THE TASK: For each line below that contains the word "close", make a copy.

:::

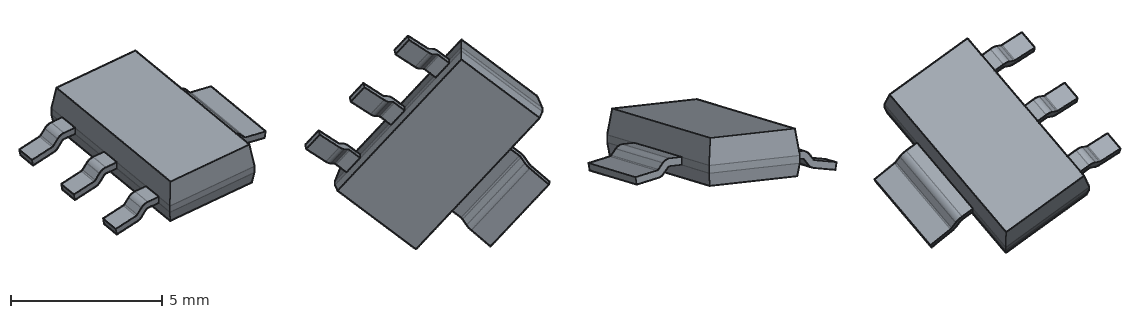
import cadquery as cq
import math


total_length = 7.09
total_height = 1.65

housing_width = 6.5
housing_depth = 3.52
upper_height = 0.885
upper_inset = 0.12
lower_height = 0.455
lower_inset = 0.065

strip_thickness = 0.26
bend_inner_radius = 0.085
slope_angle = math.radians(50)
foot_angle = math.radians(10)
foot_length = 0.85

lead_count = 3
lead_width = 0.7
lead_pitch = 2.3
tab_width = 3.005

band_top = total_height - upper_height
band_bottom = band_top - strip_thickness
housing_face = housing_depth / 2
strip_reach = (total_length - housing_depth) / 2
bend_outer_radius = bend_inner_radius + strip_thickness


def polar(center, radius, angle):
    """Point at a distance from center, its direction tilted outward from +Z by angle."""
    return (center[0] + radius * math.sin(angle), center[1] + radius * math.cos(angle))


def tapered_block(base_z, height, inset):
    """Rectangular frustum from the housing outline; a negative height goes downward."""
    return (
        cq.Workplane("XY", origin=(0, 0, base_z))
        .rect(housing_width, housing_depth)
        .workplane(offset=height)
        .rect(housing_width - 2 * inset, housing_depth - 2 * inset)
        .loft(ruled=True)
    )


def make_housing():
    band = cq.Workplane("XY", origin=(0, 0, band_bottom)).box(
        housing_width, housing_depth, strip_thickness, centered=(True, True, False)
    )
    upper = tapered_block(band_top, upper_height, upper_inset)
    lower = tapered_block(band_bottom, -lower_height, lower_inset)
    return band.union(upper).union(lower)


def make_strip(width):
    """Bent strip running from the housing face toward +Y, centred on X = 0."""
    tip_top = (strip_reach, strip_thickness * math.cos(foot_angle))
    tip_bottom = (strip_reach - strip_thickness * math.sin(foot_angle), 0)
    foot_rise = foot_length * math.sin(foot_angle)
    foot_run = foot_length * math.cos(foot_angle)
    foot_top = (tip_top[0] - foot_run, tip_top[1] + foot_rise)

    lower_center = polar(foot_top, bend_inner_radius, foot_angle)
    upper_center_z = band_bottom - bend_inner_radius
    center_drop = upper_center_z - lower_center[1]
    center_gap = bend_inner_radius + bend_outer_radius
    slope_drop = center_drop + center_gap * math.cos(slope_angle)
    slope_run = slope_drop / math.tan(slope_angle)
    upper_center_y = lower_center[0] - center_gap * math.sin(slope_angle) - slope_run
    upper_center = (upper_center_y, upper_center_z)

    upper_mid_angle = slope_angle / 2
    lower_mid_angle = (slope_angle + foot_angle) / 2
    profile = (
        cq.Workplane("YZ", origin=(-width / 2, housing_face, 0))
        .moveTo(0, band_top)
        .lineTo(upper_center_y, band_top)
        .threePointArc(
            polar(upper_center, bend_outer_radius, upper_mid_angle),
            polar(upper_center, bend_outer_radius, slope_angle),
        )
        .lineTo(*polar(lower_center, -bend_inner_radius, slope_angle))
        .threePointArc(polar(lower_center, -bend_inner_radius, lower_mid_angle), foot_top)
        .lineTo(*tip_top)
        .lineTo(*tip_bottom)
        .lineTo(*polar(lower_center, -bend_outer_radius, foot_angle))
        .threePointArc(
            polar(lower_center, -bend_outer_radius, lower_mid_angle),
            polar(lower_center, -bend_outer_radius, slope_angle),
        )
        .lineTo(*polar(upper_center, bend_inner_radius, slope_angle))
        .threePointArc(
            polar(upper_center, bend_inner_radius, upper_mid_angle),
            (upper_center_y, band_bottom),
        )
        .lineTo(0, band_bottom)
        .close()
    )
    return profile.extrude(width)


def make_tab():
    return make_strip(tab_width)


def make_lead(x):
    """Lead on the -Y face, centred at the given X."""
    strip = make_strip(lead_width)
    return strip.rotate((0, 0, 0), (0, 0, 1), 180).translate((x, 0, 0))


housing = make_housing()
tab = make_tab()
leads = []
for index in range(lead_count):
    lead_x = (index - (lead_count - 1) / 2) * lead_pitch
    leads.append(make_lead(lead_x))

result = cq.Compound.makeCompound([housing.val(), tab.val(), *[lead.val() for lead in leads]])
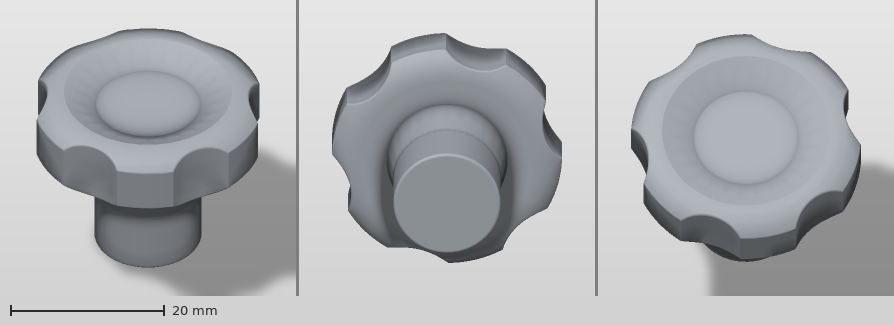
import cadquery as cq
import math

total_height = 24.0
head_height = 9.0
head_radius = 15.0

crown_radius = 11.35
shoulder_radius = 5.0
rim_fillet = 0.3

grip_count = 6
grip_radius = 7.0
grip_center_distance = 20.14

dish_floor_radius = 6.8
dish_rim_radius = 10.95
dish_depth = 2.0

stem_radius = 7.0
flare_radius = 7.9
flare_start = 8.6
stem_fillet = 0.4

head_bottom = total_height - head_height


def revolve_about_z(profile):
    return profile.close().revolve(360, (0, 0, 0), (0, 1, 0))


def make_disc():
    """Turned disc whose arc shoulders run tangent into both flat faces."""
    shoulder_run = head_radius - crown_radius
    shoulder_angle = math.asin(shoulder_run / shoulder_radius)
    shoulder_drop = shoulder_radius * (1 - math.cos(shoulder_angle))
    half_angle = shoulder_angle / 2
    mid_radius = crown_radius + shoulder_radius * math.sin(half_angle)
    mid_drop = shoulder_radius * (1 - math.cos(half_angle))
    rim_bottom = head_bottom + shoulder_drop
    rim_top = total_height - shoulder_drop
    return revolve_about_z(
        cq.Workplane("XZ")
        .moveTo(0, head_bottom)
        .lineTo(crown_radius, head_bottom)
        .threePointArc((mid_radius, head_bottom + mid_drop), (head_radius, rim_bottom))
        .lineTo(head_radius, rim_top)
        .threePointArc((mid_radius, total_height - mid_drop), (crown_radius, total_height))
        .lineTo(0, total_height)
    )


def cut_grips(disc):
    cutters = (
        cq.Workplane("XY", origin=(0, 0, head_bottom))
        .polarArray(grip_center_distance, 0, 360, grip_count)
        .circle(grip_radius)
        .extrude(head_height)
    )
    return disc.cut(cutters)


def round_rim(head):
    """Fillet the edges around the outside of the rim, where it meets the shoulders."""
    return head.faces("%CYLINDER").edges("not |Z").fillet(rim_fillet)


def make_dish():
    dish_floor = total_height - dish_depth
    return revolve_about_z(
        cq.Workplane("XZ")
        .moveTo(0, total_height)
        .lineTo(dish_rim_radius, total_height)
        .lineTo(dish_floor_radius, dish_floor)
        .lineTo(0, dish_floor)
    )


def make_stem():
    stem = revolve_about_z(
        cq.Workplane("XZ")
        .lineTo(stem_radius, 0)
        .lineTo(stem_radius, flare_start)
        .lineTo(flare_radius, head_bottom)
        .lineTo(0, head_bottom)
    )
    return stem.faces("<Z").edges().fillet(stem_fillet)


head = round_rim(cut_grips(make_disc()))
result = head.cut(make_dish()).union(make_stem())
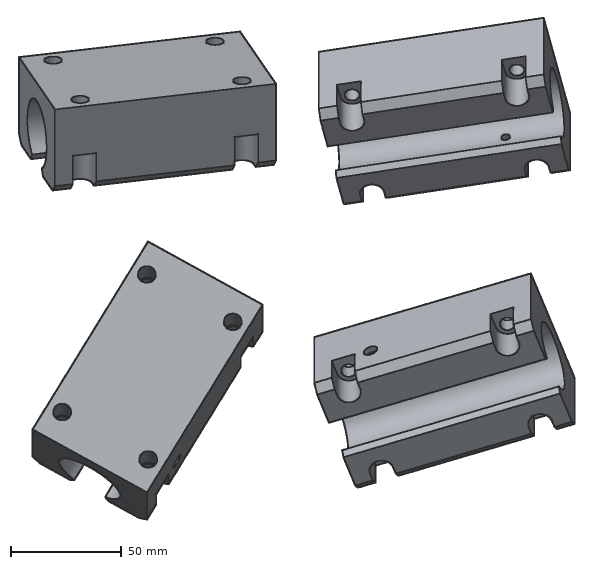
import cadquery as cq
import math

width = 60.0
length = 104.0
height = 42.0
edge_chamfer = 4.0

bore_radius = 16.0
bore_height = 17.1
gap_half_angle = math.radians(30)

hole_spacing_x = 45.0
hole_spacing_y = 76.1
thread_diameter = 8.0
thread_depth = 16.0
core_diameter = 6.8
relief_width = 11.0
relief_height = 18.0

port_y = 25.0
port_diameter = 4.0
port_recess_diameter = 6.5
port_recess_depth = 3.0


def make_block():
    block = cq.Workplane("XY").box(width, length, height, centered=(True, True, False))
    return block.faces("<Z").edges("|Y").chamfer(edge_chamfer)


def make_bore():
    """Cylinder along Y plus the wedge that opens it downwards."""
    start = cq.Workplane("XZ", origin=(0, length / 2, 0))
    cylinder = start.center(0, bore_height).circle(bore_radius).extrude(length)
    gap_half_width = bore_height * math.tan(gap_half_angle)
    wedge_points = [(0, bore_height), (-gap_half_width, 0), (gap_half_width, 0)]
    wedge = start.polyline(wedge_points).close().extrude(length)
    return cylinder.union(wedge)


def make_mounting_hole(side, y):
    """Stepped vertical hole with a round-ended relief open to one side (-1 or +1)."""
    x = side * hole_spacing_x / 2
    base = cq.Workplane("XY", origin=(x, y, 0))
    core = base.circle(core_diameter / 2).extrude(height)
    thread = base.workplane(offset=height).circle(thread_diameter / 2).extrude(-thread_depth)
    relief_end = base.circle(relief_width / 2).extrude(relief_height)
    run_out = width / 2 - abs(x)
    relief_run = base.center(side * run_out / 2, 0).rect(run_out, relief_width).extrude(relief_height)
    return core.union(thread).union(relief_end).union(relief_run)


def make_port():
    start = cq.Workplane("YZ", origin=(-width / 2, port_y, bore_height))
    passage = start.circle(port_diameter / 2).extrude(width / 2)
    recess = start.circle(port_recess_diameter / 2).extrude(port_recess_depth)
    return passage.union(recess)


result = make_block().cut(make_bore()).cut(make_port())
for side in (-1, 1):
    for y in (-hole_spacing_y / 2, hole_spacing_y / 2):
        result = result.cut(make_mounting_hole(side, y))

:::

SOLUTION TO THE PROBLEM:
        .close()
    return profile.close().revolve(360, (0, 0, 0), (0, 1, 0))
    wedge = start.polyline(wedge_points).close().extrude(length)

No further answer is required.